As wind swirls across the landscape on both Mars and Earth, it sweeps up ground particles that reveal the dry columns. The whirlwinds dance across the landscape, leaving a path revealed by excavated particles. On the active surface of Earth, such paths are hard to spot. But on the nearly inactive surface of Mars, they can remain for months, long after the devils’ minutes-long lifetimes.

“Dust devils themselves are difficult to capture in images because they are so short-lived,” Ingrid Daubar, a planetary scientist at Brown University and lead author of the study, told Space.com by email. “The tracks they leave behind last longer, so we are able to observe them more thoroughly.”

Dusting off the fingerprints

On warm, windy days in Earth’s deserts, vortices of sand and debris can form suddenly and move unpredictably. (This author distinctly recalls being “chased” by one such devil in the Mojave Desert as a child in 1990.) Similar conditions on Mars can also produce dust devils.

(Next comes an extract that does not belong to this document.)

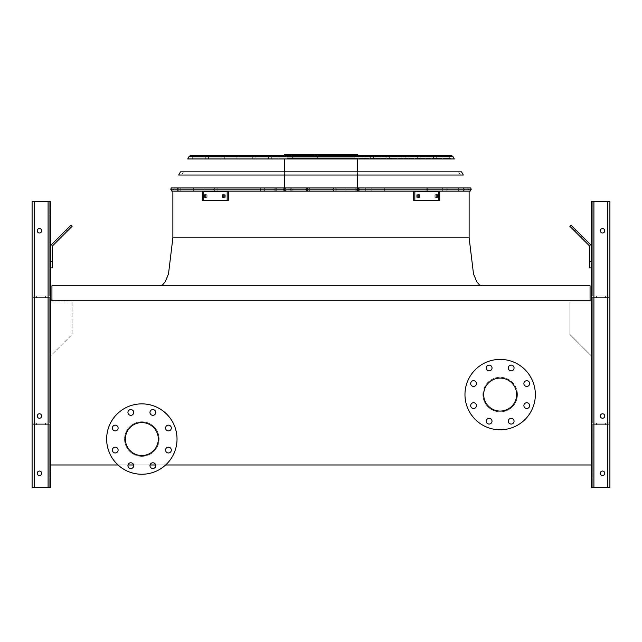 <?xml version="1.0" encoding="UTF-8"?>
<svg xmlns="http://www.w3.org/2000/svg" width="642" height="642" viewBox="0 0 642 642"><rect width="100%" height="100%" fill="white"/><g stroke="black" fill="none" stroke-linecap="round" stroke-linejoin="round"><path stroke-width="0.48" stroke-dasharray="3.21 2.41" d="M51.938 300.207L51.938 301.957L72.089 301.957L72.089 334.482L50.654 355.917L50.654 464.968L591.346 464.968L591.346 300.207L591.346 464.968L50.654 464.968L50.654 300.207L591.346 300.207L591.346 464.968L50.654 464.968L50.654 300.207L591.346 300.207L50.654 300.207L50.654 464.968L591.346 464.968L591.346 355.917L569.911 334.482L569.911 301.957L590.062 301.957L590.062 300.207M321 285.81L160.075 285.81L321 285.81M321 191.107L470.145 191.107L321 191.107M50.654 355.917L50.654 464.968L591.346 464.968L591.346 355.917L569.911 334.482L569.911 301.957L590.062 301.957L590.062 285.81L51.938 285.81L51.938 301.957L72.089 301.957L72.089 334.482L50.654 355.917M141.834 421.778A17.278 17.278 0 0 1 156.8 447.691A17.278 17.278 0 0 1 126.875 447.691A17.278 17.278 0 0 1 141.834 421.778A17.278 17.278 0 0 1 156.8 447.691A17.278 17.278 0 0 1 126.875 447.691A17.278 17.278 0 0 1 141.834 421.778M118.024 464.968L128.023 464.968M133.616 464.968L150.059 464.968M155.653 464.968L165.652 464.968M517.436 394.581A17.278 17.278 0 0 0 500.166 377.311A17.278 17.278 0 0 0 482.888 394.581A17.278 17.278 0 0 0 500.166 411.859A17.278 17.278 0 0 0 517.436 394.581M482.888 394.581A17.278 17.278 0 0 1 508.801 379.623A17.278 17.278 0 0 1 508.801 409.548A17.278 17.278 0 0 1 482.888 394.581M483.683 394.581A16.475 16.475 0 0 1 500.166 378.106A16.475 16.475 0 0 1 516.641 394.581A16.475 16.475 0 0 1 500.166 411.065A16.475 16.475 0 0 1 483.683 394.581M464.968 394.581A35.19 35.19 0 0 1 517.757 364.11A35.19 35.19 0 0 1 517.757 425.06A35.19 35.19 0 0 1 464.968 394.581M470.682 383.563A2.881 2.881 0 0 1 473.563 380.69A2.881 2.881 0 0 1 476.436 383.563A2.881 2.881 0 0 1 473.563 386.444A2.881 2.881 0 0 1 470.682 383.563M470.682 405.608A2.881 2.881 0 0 1 473.563 402.727A2.881 2.881 0 0 1 476.436 405.608A2.881 2.881 0 0 1 473.563 408.481A2.881 2.881 0 0 1 470.682 405.608M486.267 421.184A2.881 2.881 0 0 1 489.14 418.311A2.881 2.881 0 0 1 492.021 421.184A2.881 2.881 0 0 1 489.14 424.065A2.881 2.881 0 0 1 486.267 421.184M508.303 421.184A2.881 2.881 0 0 1 511.184 418.311A2.881 2.881 0 0 1 514.057 421.184A2.881 2.881 0 0 1 511.184 424.065A2.881 2.881 0 0 1 508.303 421.184M523.888 405.608A2.881 2.881 0 0 1 526.761 402.727A2.881 2.881 0 0 1 529.642 405.608A2.881 2.881 0 0 1 526.761 408.481A2.881 2.881 0 0 1 523.888 405.608M523.888 383.563A2.881 2.881 0 0 1 526.761 380.69A2.881 2.881 0 0 1 529.642 383.563A2.881 2.881 0 0 1 526.761 386.444A2.881 2.881 0 0 1 523.888 383.563M508.303 367.986A2.881 2.881 0 0 1 511.184 365.105A2.881 2.881 0 0 1 514.057 367.986A2.881 2.881 0 0 1 511.184 370.859A2.881 2.881 0 0 1 508.303 367.986M486.267 367.986A2.881 2.881 0 0 1 489.14 365.105A2.881 2.881 0 0 1 492.021 367.986A2.881 2.881 0 0 1 489.14 370.859A2.881 2.881 0 0 1 486.267 367.986M141.834 422.58A16.475 16.475 0 0 1 156.11 447.297A16.475 16.475 0 0 1 127.565 447.297A16.475 16.475 0 0 1 141.834 422.58M141.834 403.866A35.19 35.19 0 0 1 172.313 456.655A35.19 35.19 0 0 1 111.363 456.655A35.19 35.19 0 0 1 141.834 403.866M115.239 430.918A2.881 2.881 0 0 0 118.112 428.037A2.881 2.881 0 0 0 115.239 425.156A2.881 2.881 0 0 0 112.358 428.037A2.881 2.881 0 0 0 115.239 430.918M115.239 452.955A2.881 2.881 0 0 0 118.112 450.074A2.881 2.881 0 0 0 115.239 447.193A2.881 2.881 0 0 0 112.358 450.074A2.881 2.881 0 0 0 115.239 452.955M130.816 468.54A2.881 2.881 0 0 0 133.696 465.659A2.881 2.881 0 0 0 130.816 462.778A2.881 2.881 0 0 0 127.943 465.659A2.881 2.881 0 0 0 130.816 468.54M152.86 468.54A2.881 2.881 0 0 0 155.733 465.659A2.881 2.881 0 0 0 152.86 462.778A2.881 2.881 0 0 0 149.979 465.659A2.881 2.881 0 0 0 152.86 468.54M168.437 452.955A2.881 2.881 0 0 0 171.318 450.074A2.881 2.881 0 0 0 168.437 447.193A2.881 2.881 0 0 0 165.564 450.074A2.881 2.881 0 0 0 168.437 452.955M168.437 430.918A2.881 2.881 0 0 0 171.318 428.037A2.881 2.881 0 0 0 168.437 425.156A2.881 2.881 0 0 0 165.564 428.037A2.881 2.881 0 0 0 168.437 430.918M152.86 415.334A2.881 2.881 0 0 0 155.733 412.453A2.881 2.881 0 0 0 152.86 409.572A2.881 2.881 0 0 0 149.979 412.453A2.881 2.881 0 0 0 152.86 415.334M130.816 415.334A2.881 2.881 0 0 0 133.696 412.453A2.881 2.881 0 0 0 130.816 409.572A2.881 2.881 0 0 0 127.943 412.453A2.881 2.881 0 0 0 130.816 415.334M50.654 211.266L50.654 208.064L50.654 211.266M34.66 487.366L50.654 487.366L50.654 201.668L50.654 487.366L50.654 201.668L50.654 487.366L48.094 487.366L50.654 487.366L50.654 201.668L32.1 201.668L50.654 201.668L32.1 201.668L33.063 201.668L32.1 201.668L32.1 487.366L32.1 201.668L32.1 487.366L33.063 487.366L33.063 424.659L49.699 424.659L33.063 424.659L33.063 297.647L49.699 297.647L33.063 297.647L33.063 201.668L49.699 201.668L33.063 201.668L33.063 297.647L49.699 297.647L33.063 297.647L33.063 296.042L49.699 296.042L49.699 201.668L48.094 201.668L50.654 201.668L34.66 201.668L49.699 201.668L49.699 296.042L33.063 296.042L33.063 201.668L33.063 297.647L49.699 297.647L33.063 297.647L33.063 296.042L49.699 296.042L49.699 201.668L49.699 296.042L33.063 296.042L33.063 423.062L49.699 423.062L49.699 297.647L49.699 423.062L33.063 423.062L33.063 297.647L33.063 423.062L33.063 297.647L33.063 423.062L49.699 423.062L49.699 297.647L49.699 423.062L33.063 423.062L33.063 297.647L33.063 423.062L33.063 297.647L33.063 423.062L49.699 423.062L49.699 297.647L49.699 423.062L33.063 423.062L33.063 297.647L33.063 424.659L49.699 424.659L33.063 424.659L33.063 423.062L33.063 424.659L49.699 424.659L33.063 424.659L33.063 423.062L33.063 487.366L34.66 487.366L33.063 487.366L33.063 424.659L33.063 487.366L32.1 487.366L32.1 201.668L32.1 487.366L48.094 487.366L32.1 487.366L32.1 201.668L32.1 487.366L33.063 487.366L33.063 424.659L33.063 487.366L34.66 487.366L33.063 487.366L33.063 424.659L33.063 487.366L32.1 487.366L32.1 201.668L32.1 487.366L49.699 487.366L49.699 424.659L49.699 487.366L32.1 487.366L32.1 201.668L32.1 487.366L33.063 487.366L33.063 424.659L33.063 487.366L48.094 487.366L33.063 487.366L33.063 424.659L33.063 487.366L32.1 487.366L49.699 487.366L49.699 424.659L49.699 487.366L34.66 487.366L50.654 487.366L34.66 487.366L34.66 201.668L34.66 296.042L49.699 296.042L49.699 201.668L49.699 296.042L33.063 296.042L34.66 296.042L34.66 201.668L34.66 487.366L34.66 201.668M50.654 464.968L50.654 300.207M50.654 473.924L50.654 477.126L50.654 473.924M50.654 267.891L52.259 267.891L52.259 261.495L52.259 267.891L50.654 267.891L50.654 261.495L50.654 267.891L52.259 267.891L52.259 246.817A1.597 1.597 0 0 1 52.724 245.693L72.145 226.265L71.013 225.133L51.593 244.562A3.202 3.202 0 0 0 50.654 246.817L50.654 267.891L50.654 261.495L52.259 261.495L50.654 261.495L50.654 267.891L52.259 267.891L50.654 267.891L50.654 261.495L52.259 261.495L52.259 246.817A1.597 1.597 0 0 1 52.724 245.693L72.145 226.265L67.627 230.791L66.495 229.659L67.627 230.791L72.145 226.265L71.013 225.133L72.145 226.265L67.627 230.791L66.495 229.659L51.593 244.562A3.202 3.202 0 0 0 50.654 246.817L50.654 261.495L50.654 246.817L50.654 261.495L52.259 261.495L52.259 246.817A1.597 1.597 0 0 1 52.724 245.693L67.627 230.791L66.495 229.659L59.931 236.224L66.262 229.884L59.931 236.224L66.262 229.884L67.394 231.016L61.062 237.355L67.394 231.016L61.062 237.355L67.394 231.016L61.062 237.355L67.394 231.016L66.262 229.884L59.931 236.224L66.262 229.884L59.931 236.224L61.062 237.355M49.699 473.924L49.699 477.126L49.699 473.924M49.699 211.266L49.699 208.064L49.699 211.266M37.22 416.024A2.239 2.239 0 0 1 40.574 414.082A2.239 2.239 0 0 1 40.574 417.958A2.239 2.239 0 0 1 37.22 416.024A2.239 2.239 0 0 0 39.459 418.263A2.239 2.239 0 0 0 41.698 416.024A2.239 2.239 0 0 0 38.335 414.082A2.239 2.239 0 0 0 38.335 417.958A2.239 2.239 0 0 0 41.698 416.024A2.239 2.239 0 0 0 39.459 413.777A2.239 2.239 0 0 0 37.22 416.024A2.239 2.239 0 0 1 40.574 414.082A2.239 2.239 0 0 1 40.574 417.958A2.239 2.239 0 0 1 37.22 416.024A2.239 2.239 0 0 0 39.459 418.263A2.239 2.239 0 0 0 41.698 416.024A2.239 2.239 0 0 0 38.335 414.082A2.239 2.239 0 0 0 38.335 417.958A2.239 2.239 0 0 0 41.698 416.024A2.239 2.239 0 0 0 39.459 413.777A2.239 2.239 0 0 0 37.22 416.024A2.239 2.239 0 0 0 40.574 417.958A2.239 2.239 0 0 0 40.574 414.082A2.239 2.239 0 0 0 37.22 416.024A2.239 2.239 0 0 1 40.574 414.082A2.239 2.239 0 0 1 40.574 417.958A2.239 2.239 0 0 1 37.22 416.024A2.239 2.239 0 0 0 39.459 418.263A2.239 2.239 0 0 0 41.698 416.024A2.239 2.239 0 0 0 38.335 414.082A2.239 2.239 0 0 0 38.335 417.958A2.239 2.239 0 0 0 41.698 416.024A2.239 2.239 0 0 0 39.459 413.777A2.239 2.239 0 0 0 37.22 416.024A2.239 2.239 0 0 0 40.574 417.958A2.239 2.239 0 0 0 40.574 414.082A2.239 2.239 0 0 0 37.22 416.024M37.22 473.29A2.239 2.239 0 0 1 40.574 471.348A2.239 2.239 0 0 1 40.574 475.224A2.239 2.239 0 0 1 37.22 473.29A2.239 2.239 0 0 0 39.459 475.529A2.239 2.239 0 0 0 41.698 473.29A2.239 2.239 0 0 0 38.335 471.348A2.239 2.239 0 0 0 38.335 475.224A2.239 2.239 0 0 0 41.698 473.29A2.239 2.239 0 0 0 39.459 471.051A2.239 2.239 0 0 0 37.22 473.29A2.239 2.239 0 0 1 40.574 471.348A2.239 2.239 0 0 1 40.574 475.224A2.239 2.239 0 0 1 37.22 473.29A2.239 2.239 0 0 0 39.459 475.529A2.239 2.239 0 0 0 41.698 473.29A2.239 2.239 0 0 0 38.335 471.348A2.239 2.239 0 0 0 38.335 475.224A2.239 2.239 0 0 0 41.698 473.29A2.239 2.239 0 0 0 39.459 471.051A2.239 2.239 0 0 0 37.22 473.29A2.239 2.239 0 0 0 40.574 475.224A2.239 2.239 0 0 0 40.574 471.348A2.239 2.239 0 0 0 37.22 473.29A2.239 2.239 0 0 1 40.574 471.348A2.239 2.239 0 0 1 40.574 475.224A2.239 2.239 0 0 1 37.22 473.29A2.239 2.239 0 0 0 39.459 475.529A2.239 2.239 0 0 0 41.698 473.29A2.239 2.239 0 0 0 38.335 471.348A2.239 2.239 0 0 0 38.335 475.224A2.239 2.239 0 0 0 41.698 473.29A2.239 2.239 0 0 0 39.459 471.051A2.239 2.239 0 0 0 37.22 473.29A2.239 2.239 0 0 0 40.574 475.224A2.239 2.239 0 0 0 40.574 471.348A2.239 2.239 0 0 0 37.22 473.29M37.22 230.775A2.239 2.239 0 0 0 39.459 233.022A2.239 2.239 0 0 0 41.698 230.775A2.239 2.239 0 0 0 39.459 228.536A2.239 2.239 0 0 0 37.22 230.775A2.239 2.239 0 0 1 40.574 228.841A2.239 2.239 0 0 1 40.574 232.717A2.239 2.239 0 0 1 37.22 230.775A2.239 2.239 0 0 0 39.459 233.022A2.239 2.239 0 0 0 41.698 230.775A2.239 2.239 0 0 0 38.335 228.841A2.239 2.239 0 0 0 38.335 232.717A2.239 2.239 0 0 0 41.698 230.775A2.239 2.239 0 0 0 39.459 228.536A2.239 2.239 0 0 0 37.22 230.775A2.239 2.239 0 0 0 40.574 232.717A2.239 2.239 0 0 0 40.574 228.841A2.239 2.239 0 0 0 37.22 230.775A2.239 2.239 0 0 1 40.574 228.841A2.239 2.239 0 0 1 40.574 232.717A2.239 2.239 0 0 1 37.22 230.775A2.239 2.239 0 0 0 39.459 233.022A2.239 2.239 0 0 0 41.698 230.775A2.239 2.239 0 0 0 38.335 228.841A2.239 2.239 0 0 0 38.335 232.717A2.239 2.239 0 0 0 41.698 230.775A2.239 2.239 0 0 0 39.459 228.536A2.239 2.239 0 0 0 37.22 230.775A2.239 2.239 0 0 0 40.574 232.717A2.239 2.239 0 0 0 40.574 228.841A2.239 2.239 0 0 0 37.22 230.775A2.239 2.239 0 0 1 40.574 228.841A2.239 2.239 0 0 1 40.574 232.717A2.239 2.239 0 0 1 37.22 230.775M41.056 424.659L45.534 424.659L41.056 424.659M41.056 423.062L45.534 423.062L41.056 423.062M41.056 296.042L45.534 296.042L41.056 296.042M41.056 297.647L45.534 297.647L41.056 297.647M592.301 487.366L592.301 424.659L608.937 424.659L592.301 424.659L592.301 487.366L608.937 487.366L608.937 297.647L592.301 297.647L608.937 297.647L608.937 201.668L609.9 201.668L591.346 201.668L609.9 201.668L591.346 201.668L609.9 201.668L591.346 201.668L591.346 487.366L591.346 201.668L591.346 487.366L593.906 487.366L592.301 487.366L592.301 424.659L592.301 487.366L593.906 487.366L591.346 487.366L591.346 201.668L591.346 487.366L607.34 487.366L592.301 487.366L592.301 424.659L592.301 487.366L607.34 487.366L591.346 487.366L608.937 487.366L608.937 297.647L592.301 297.647L608.937 297.647L608.937 296.042L608.937 297.647L592.301 297.647L608.937 297.647L608.937 201.668L607.34 201.668L608.937 201.668L608.937 296.042L592.301 296.042L592.301 201.668L607.34 201.668L592.301 201.668L592.301 296.042L608.937 296.042L608.937 201.668L608.937 423.062L592.301 423.062L592.301 297.647L592.301 423.062L608.937 423.062L608.937 297.647L608.937 423.062L608.937 297.647L608.937 423.062L592.301 423.062L592.301 297.647L592.301 423.062L608.937 423.062L608.937 297.647L608.937 423.062L608.937 297.647L608.937 423.062L592.301 423.062L592.301 297.647L592.301 423.062L608.937 423.062L608.937 201.668L608.937 296.042L592.301 296.042L592.301 201.668L592.301 296.042L608.937 296.042L608.937 201.668L608.937 296.042L608.937 201.668L608.937 296.042L592.301 296.042L592.301 201.668L592.301 296.042L608.937 296.042L608.937 201.668L609.9 201.668L609.9 487.366L592.301 487.366M592.301 473.924L592.301 477.126L592.301 473.924M591.346 246.817L591.346 261.495L591.346 246.817A3.202 3.202 0 0 0 590.407 244.562L570.987 225.133L569.855 226.265L589.276 245.693A1.597 1.597 0 0 1 589.741 246.817L589.741 267.891L591.346 267.891L591.346 246.817A3.202 3.202 0 0 0 590.407 244.562L570.987 225.133L575.505 229.659L574.373 230.791L575.505 229.659L570.987 225.133L569.855 226.265L570.987 225.133L575.505 229.659L574.373 230.791L589.276 245.693A1.597 1.597 0 0 1 589.741 246.817L589.741 267.891L591.346 267.891L589.741 267.891L589.741 261.495L591.346 261.495L589.741 261.495L589.741 267.891L591.346 267.891L591.346 246.817A3.202 3.202 0 0 0 590.407 244.562L575.505 229.659L574.373 230.791L589.276 245.693A1.597 1.597 0 0 1 589.741 246.817L589.741 261.495L591.346 261.495L591.346 267.891L589.741 267.891L589.741 261.495L591.346 261.495L591.346 246.817A3.202 3.202 0 0 0 590.407 244.562L575.505 229.659L590.407 244.562A3.202 3.202 0 0 1 591.346 246.817L591.346 267.891M591.346 211.266L591.346 208.064L591.346 211.266M591.346 464.968L591.346 300.207M591.346 473.924L591.346 477.126L591.346 473.924M592.301 211.266L592.301 208.064L592.301 211.266M604.78 416.024A2.239 2.239 0 0 0 601.426 414.082A2.239 2.239 0 0 0 601.426 417.958A2.239 2.239 0 0 0 604.78 416.024A2.239 2.239 0 0 1 602.541 418.263A2.239 2.239 0 0 1 600.302 416.024A2.239 2.239 0 0 1 602.541 413.777A2.239 2.239 0 0 1 604.78 416.024A2.239 2.239 0 0 0 601.426 414.082A2.239 2.239 0 0 0 601.426 417.958A2.239 2.239 0 0 0 604.78 416.024A2.239 2.239 0 0 0 601.426 414.082A2.239 2.239 0 0 0 601.426 417.958A2.239 2.239 0 0 0 604.78 416.024A2.239 2.239 0 0 1 602.541 418.263A2.239 2.239 0 0 1 600.302 416.024A2.239 2.239 0 0 1 602.541 413.777A2.239 2.239 0 0 1 604.78 416.024A2.239 2.239 0 0 0 601.426 414.082A2.239 2.239 0 0 0 601.426 417.958A2.239 2.239 0 0 0 604.78 416.024A2.239 2.239 0 0 0 601.426 414.082A2.239 2.239 0 0 0 601.426 417.958A2.239 2.239 0 0 0 604.78 416.024A2.239 2.239 0 0 0 601.426 414.082A2.239 2.239 0 0 0 601.426 417.958A2.239 2.239 0 0 0 604.78 416.024A2.239 2.239 0 0 1 602.541 418.263A2.239 2.239 0 0 1 600.302 416.024A2.239 2.239 0 0 1 602.541 413.777A2.239 2.239 0 0 1 604.78 416.024A2.239 2.239 0 0 0 601.426 414.082A2.239 2.239 0 0 0 601.426 417.958A2.239 2.239 0 0 0 604.78 416.024A2.239 2.239 0 0 0 601.426 414.082A2.239 2.239 0 0 0 601.426 417.958A2.239 2.239 0 0 0 604.78 416.024M604.78 473.29A2.239 2.239 0 0 0 601.426 471.348A2.239 2.239 0 0 0 601.426 475.224A2.239 2.239 0 0 0 604.78 473.29A2.239 2.239 0 0 1 602.541 475.529A2.239 2.239 0 0 1 600.302 473.29A2.239 2.239 0 0 1 602.541 471.051A2.239 2.239 0 0 1 604.78 473.29A2.239 2.239 0 0 0 601.426 471.348A2.239 2.239 0 0 0 601.426 475.224A2.239 2.239 0 0 0 604.78 473.29A2.239 2.239 0 0 0 601.426 471.348A2.239 2.239 0 0 0 601.426 475.224A2.239 2.239 0 0 0 604.78 473.29A2.239 2.239 0 0 1 602.541 475.529A2.239 2.239 0 0 1 600.302 473.29A2.239 2.239 0 0 1 602.541 471.051A2.239 2.239 0 0 1 604.78 473.29A2.239 2.239 0 0 0 601.426 471.348A2.239 2.239 0 0 0 601.426 475.224A2.239 2.239 0 0 0 604.78 473.29A2.239 2.239 0 0 0 601.426 471.348A2.239 2.239 0 0 0 601.426 475.224A2.239 2.239 0 0 0 604.78 473.29A2.239 2.239 0 0 0 601.426 471.348A2.239 2.239 0 0 0 601.426 475.224A2.239 2.239 0 0 0 604.78 473.29A2.239 2.239 0 0 1 602.541 475.529A2.239 2.239 0 0 1 600.302 473.29A2.239 2.239 0 0 1 602.541 471.051A2.239 2.239 0 0 1 604.78 473.29A2.239 2.239 0 0 0 601.426 471.348A2.239 2.239 0 0 0 601.426 475.224A2.239 2.239 0 0 0 604.78 473.29A2.239 2.239 0 0 0 601.426 471.348A2.239 2.239 0 0 0 601.426 475.224A2.239 2.239 0 0 0 604.78 473.29M593.906 487.366L609.9 487.366L609.9 201.668L609.9 487.366L609.9 201.668L609.9 487.366L608.937 487.366L608.937 424.659L608.937 487.366L608.937 424.659L608.937 487.366L608.937 424.659L608.937 487.366L607.34 487.366L609.9 487.366L607.34 487.366L609.9 487.366L609.9 201.668L609.9 487.366L608.937 487.366L608.937 424.659L607.34 424.659L608.937 424.659L608.937 423.062L608.937 424.659L593.906 424.659L608.937 424.659L608.937 423.062L608.937 487.366L609.9 487.366L609.9 201.668L609.9 487.366L593.906 487.366L608.937 487.366L608.937 424.659L608.937 487.366L593.906 487.366L593.906 201.668M604.78 230.775A2.239 2.239 0 0 0 601.426 228.841A2.239 2.239 0 0 0 601.426 232.717A2.239 2.239 0 0 0 604.78 230.775A2.239 2.239 0 0 0 601.426 228.841A2.239 2.239 0 0 0 601.426 232.717A2.239 2.239 0 0 0 604.78 230.775A2.239 2.239 0 0 1 602.541 233.022A2.239 2.239 0 0 1 600.302 230.775A2.239 2.239 0 0 1 602.541 228.536A2.239 2.239 0 0 1 604.78 230.775A2.239 2.239 0 0 0 601.426 228.841A2.239 2.239 0 0 0 601.426 232.717A2.239 2.239 0 0 0 604.78 230.775A2.239 2.239 0 0 0 601.426 228.841A2.239 2.239 0 0 0 601.426 232.717A2.239 2.239 0 0 0 604.78 230.775A2.239 2.239 0 0 0 601.426 228.841A2.239 2.239 0 0 0 601.426 232.717A2.239 2.239 0 0 0 604.78 230.775A2.239 2.239 0 0 1 602.541 233.022A2.239 2.239 0 0 1 600.302 230.775A2.239 2.239 0 0 1 602.541 228.536A2.239 2.239 0 0 1 604.78 230.775A2.239 2.239 0 0 0 601.426 228.841A2.239 2.239 0 0 0 601.426 232.717A2.239 2.239 0 0 0 604.78 230.775A2.239 2.239 0 0 0 601.426 228.841A2.239 2.239 0 0 0 601.426 232.717A2.239 2.239 0 0 0 604.78 230.775A2.239 2.239 0 0 0 601.426 228.841A2.239 2.239 0 0 0 601.426 232.717A2.239 2.239 0 0 0 604.78 230.775A2.239 2.239 0 0 1 602.541 233.022A2.239 2.239 0 0 1 600.302 230.775A2.239 2.239 0 0 1 602.541 228.536A2.239 2.239 0 0 1 604.78 230.775M600.944 424.659L596.466 424.659L600.944 424.659M600.944 423.062L596.466 423.062L600.944 423.062M600.944 296.042L596.466 296.042L600.944 296.042M600.944 297.647L596.466 297.647L600.944 297.647M582.069 236.224L575.738 229.884L582.069 236.224L580.938 237.355L574.606 231.016L580.938 237.355L574.606 231.016L580.938 237.355L574.606 231.016L580.938 237.355L582.069 236.224L575.738 229.884L582.069 236.224L575.738 229.884L582.069 236.224L580.938 237.355M569.855 226.265L574.373 230.791L569.855 226.265L570.987 225.133L569.855 226.265L589.276 245.693L569.855 226.265M59.931 236.224L71.013 225.133L66.495 229.659L71.013 225.133L72.145 226.265L71.013 225.133L51.593 244.562A3.202 3.202 0 0 0 50.654 246.817L50.654 261.495L50.654 246.817A3.202 3.202 0 0 1 51.593 244.562A3.202 3.202 0 0 0 50.654 246.817M609.9 487.366L609.9 201.668L609.9 487.366M589.741 246.817L589.741 261.495L589.741 246.817M591.346 261.495L589.741 261.495M574.373 230.791L575.505 229.659M49.699 487.366L49.699 424.659L49.699 487.366M41.698 230.775A2.239 2.239 0 0 0 38.335 228.841A2.239 2.239 0 0 0 38.335 232.717A2.239 2.239 0 0 0 41.698 230.775M33.063 296.042L33.063 201.668L33.063 296.042M52.259 246.817L52.259 267.891L52.259 246.817A1.597 1.597 0 0 1 52.724 245.693L67.627 230.791L52.724 245.693M52.259 261.495L50.654 261.495M66.495 229.659L67.627 230.791M66.262 229.884L67.394 231.016M470.53 187.905L171.47 187.905L470.53 187.905L171.47 187.905L470.53 187.905L171.47 187.905L470.53 187.905L171.47 187.905L170.74 189.197L471.26 189.197L170.74 189.197L471.26 189.197L170.74 189.197L471.26 189.197L170.74 189.197L471.26 189.197L470.53 187.905M321 158.317L450.997 158.317L321 158.317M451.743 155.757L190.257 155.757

But the whirls on the Red Planet tend to be both wider and taller than their counterparts on Earth, and scientists aren’t sure why.

Questions like these led Dauber and her colleagues to study images from the High Resolution Imaging Science Experiment (HiRISE) on NASA’s Mars Reconnaissance Orbiter — the highest-resolution photos of the planet snapped from space. HiRISE can capture features as small as 3 feet (1 meter). But its detailed perspective comes at a price: Its images cover only a small percentage of the Martian surface and are taken by request, though most latitudes and longitudes are well sampled.

Dauber’s team studied 21,475 HiRISE images taken between January 2014 and April 2018 — roughly a quarter of the snapshots captured by the instrument as of autumn 2024. Tracks appear in only 798 of those, or just under 4%. Dust devil tracks (DDTs) suggest dust devils are more common at high northern and southern latitudes and are especially active in each hemisphere’s summer, peaking in the southern hemisphere’s summer.

Dark, sinuous tracks left by dust devils weave across the Martian landscape in the Terra Cimmeria region. (Image credit: NASA/JPL-Caltech/UArizona)

According to the researchers, Mars’ significant orbital eccentricity, or deviation from a perfect circle, causes the atmosphere in the southern summer to circulate more energetically, creating conditions ideal for vortex formation. That, combined with less dust accumulation in the North, makes the southern hemisphere summer an almost perfect storm for dust devils. The observations reflect peak DDT preservation more than dust devil formation, the researchers cautioned, but the culmination coincides with the peak observed by NASA’s Spirit rover at Gusev crater, along with global observations of the sand spouts.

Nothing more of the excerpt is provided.